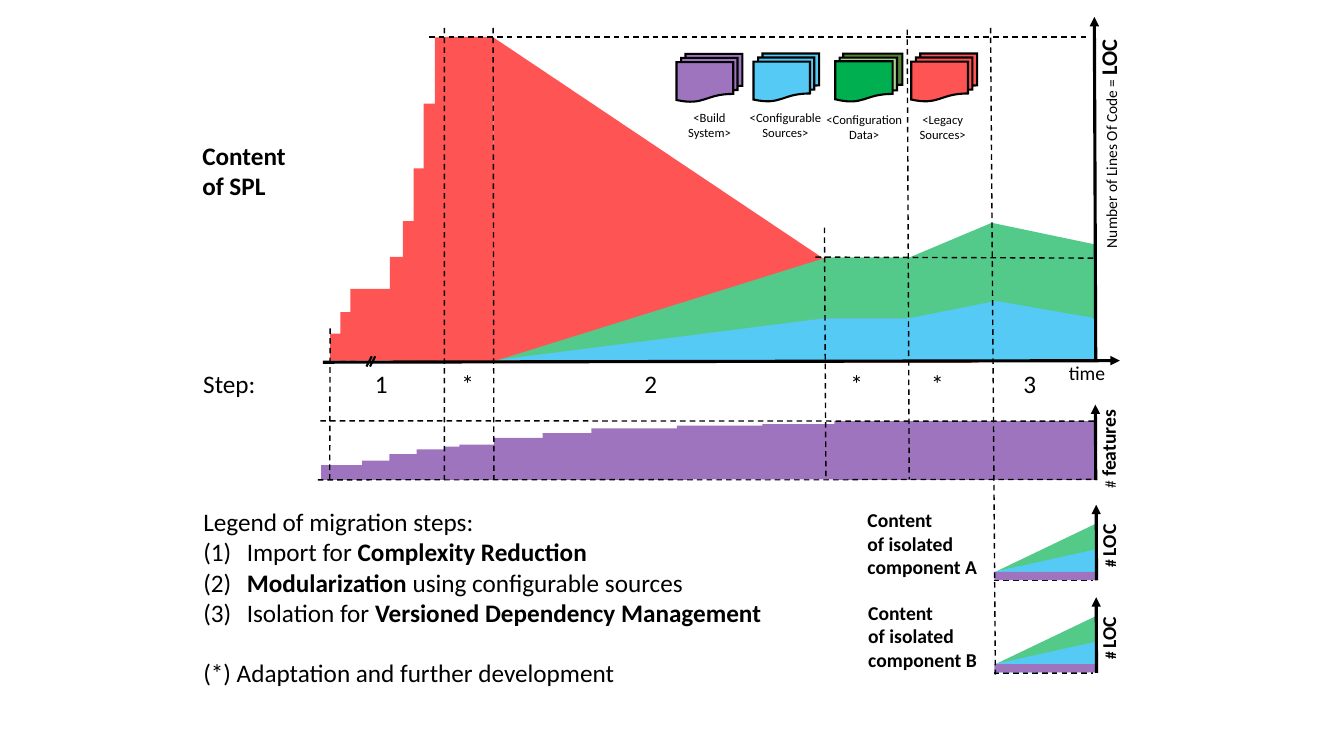
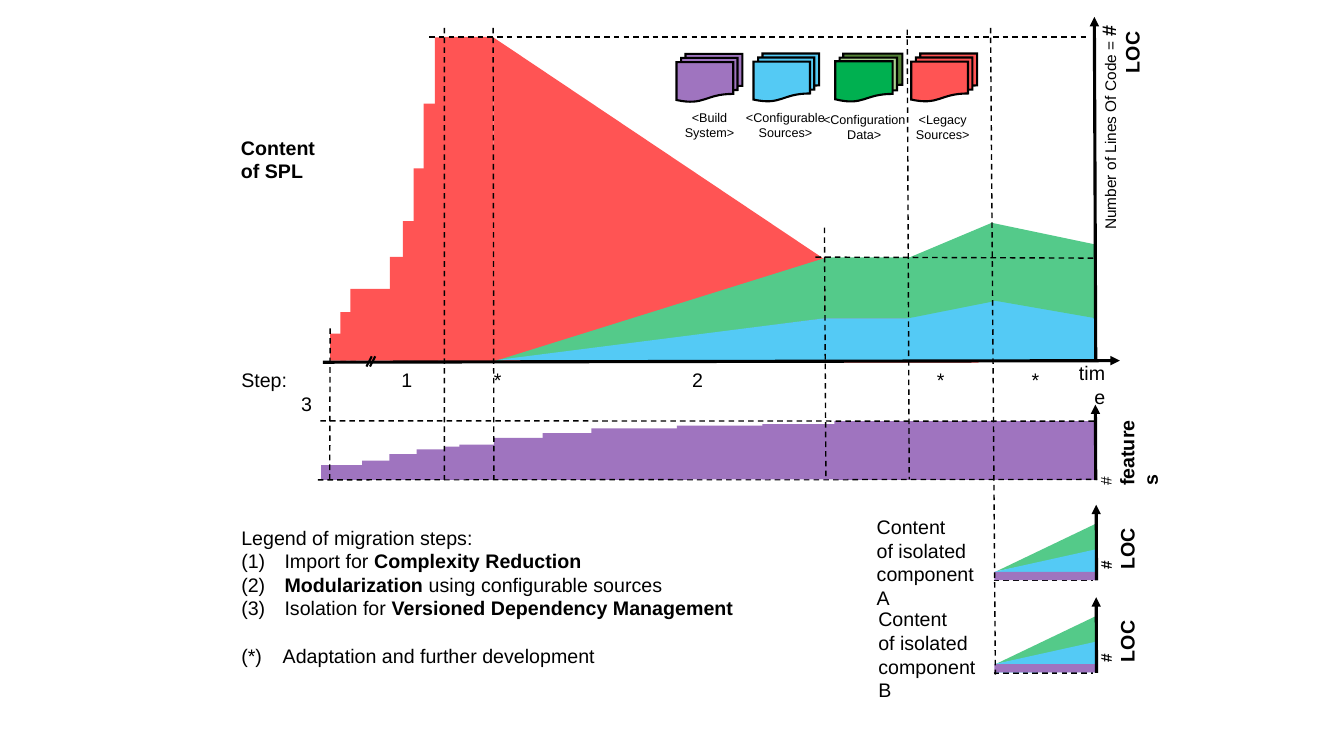
Before and after one commit to avengineers/SPLC2022, a slide deck: slide 1 of paper/images/migration_steps.pptx. Drawn at 1344x756 pixels with LibreOffice and Linux fonts; fonts in the diff are those of the drawing. Boxes give left, top, right and bottom in pixels: in the first picture for what was removed or moved away, otherwise in the second. Text is boxed around its words. In the diff, an @@ line names an element or a change of style, - is before the commit and + after.

```diff
--- a/paper/images/migration_steps.pptx
+++ b/paper/images/migration_steps.pptx
@@ text at (1102,58,1119,228): text changed; font Calibri to Arial @@
-Number of Lines Of Code = LOC
+Number of Lines Of Code = # LOC
@@ size 18 to 14 pt, font Calibri to Arial in 3 elements at (241,373,703,619), (241,530,733,619), (241,141,315,179) @@
@@ text "Content": place and size @@
-text "Content" at (202,148,285,195)
+text "Content" at (241,141,315,179)
@@ font Calibri to Arial in 8 elements at (746,113,825,137), (823,115,905,139), (916,115,970,139), (685,113,734,140), (1091,401,1125,496), (1117,625,1139,661), (1117,532,1139,568), (1059,357,1115,391) @@
@@ text "time": place and size @@
-text "time" at (1069,366,1105,380)
+text "time" at (1059,357,1115,391)
@@ text "Step: 1 * 2 * ...": place and size @@
-text "Step: 1 * 2 * ..." at (375,376,1036,393)
+text "Step: 1 * 2 * ..." at (241,373,703,619)
@@ text "Legend of migration steps:": place and size @@
-text "Legend of migration steps:" at (203,513,761,627)
+text "Legend of migration steps:" at (241,530,733,619)
@@ text "Content": place and size @@
-text "Content" at (867,514,977,577)
+text "Content" at (877,520,974,605)
@@ text "Content" at (877,520,974,605): font Calibri to Arial, bold off @@
@@ text "Content": place and size @@
-text "Content" at (868,607,977,670)
+text "Content" at (878,612,975,697)
@@ text "Content" at (878,612,975,697): font Calibri to Arial, bold off @@
```
Also in this commit, not shown: 16 other files.

— WHAT YOU SHOULD DO —
Transcribe the entries above verbatim, excluding any image.

— PROBLEM SOLUTION —
Before and after one commit to avengineers/SPLC2022, a slide deck: slide 1 of paper/images/migration_steps.pptx. Drawn at 1344x756 pixels with LibreOffice and Linux fonts; fonts in the diff are those of the drawing. Boxes give left, top, right and bottom in pixels: in the first picture for what was removed or moved away, otherwise in the second. Text is boxed around its words. In the diff, an @@ line names an element or a change of style, - is before the commit and + after.

```diff
--- a/paper/images/migration_steps.pptx
+++ b/paper/images/migration_steps.pptx
@@ text at (1102,58,1119,228): text changed; font Calibri to Arial @@
-Number of Lines Of Code = LOC
+Number of Lines Of Code = # LOC
@@ size 18 to 14 pt, font Calibri to Arial in 3 elements at (241,373,703,619), (241,530,733,619), (241,141,315,179) @@
@@ text "Content": place and size @@
-text "Content" at (202,148,285,195)
+text "Content" at (241,141,315,179)
@@ font Calibri to Arial in 8 elements at (746,113,825,137), (823,115,905,139), (916,115,970,139), (685,113,734,140), (1091,401,1125,496), (1117,625,1139,661), (1117,532,1139,568), (1059,357,1115,391) @@
@@ text "time": place and size @@
-text "time" at (1069,366,1105,380)
+text "time" at (1059,357,1115,391)
@@ text "Step: 1 * 2 * ...": place and size @@
-text "Step: 1 * 2 * ..." at (375,376,1036,393)
+text "Step: 1 * 2 * ..." at (241,373,703,619)
@@ text "Legend of migration steps:": place and size @@
-text "Legend of migration steps:" at (203,513,761,627)
+text "Legend of migration steps:" at (241,530,733,619)
@@ text "Content": place and size @@
-text "Content" at (867,514,977,577)
+text "Content" at (877,520,974,605)
@@ text "Content" at (877,520,974,605): font Calibri to Arial, bold off @@
@@ text "Content": place and size @@
-text "Content" at (868,607,977,670)
+text "Content" at (878,612,975,697)
@@ text "Content" at (878,612,975,697): font Calibri to Arial, bold off @@
```
Also in this commit, not shown: 16 other files.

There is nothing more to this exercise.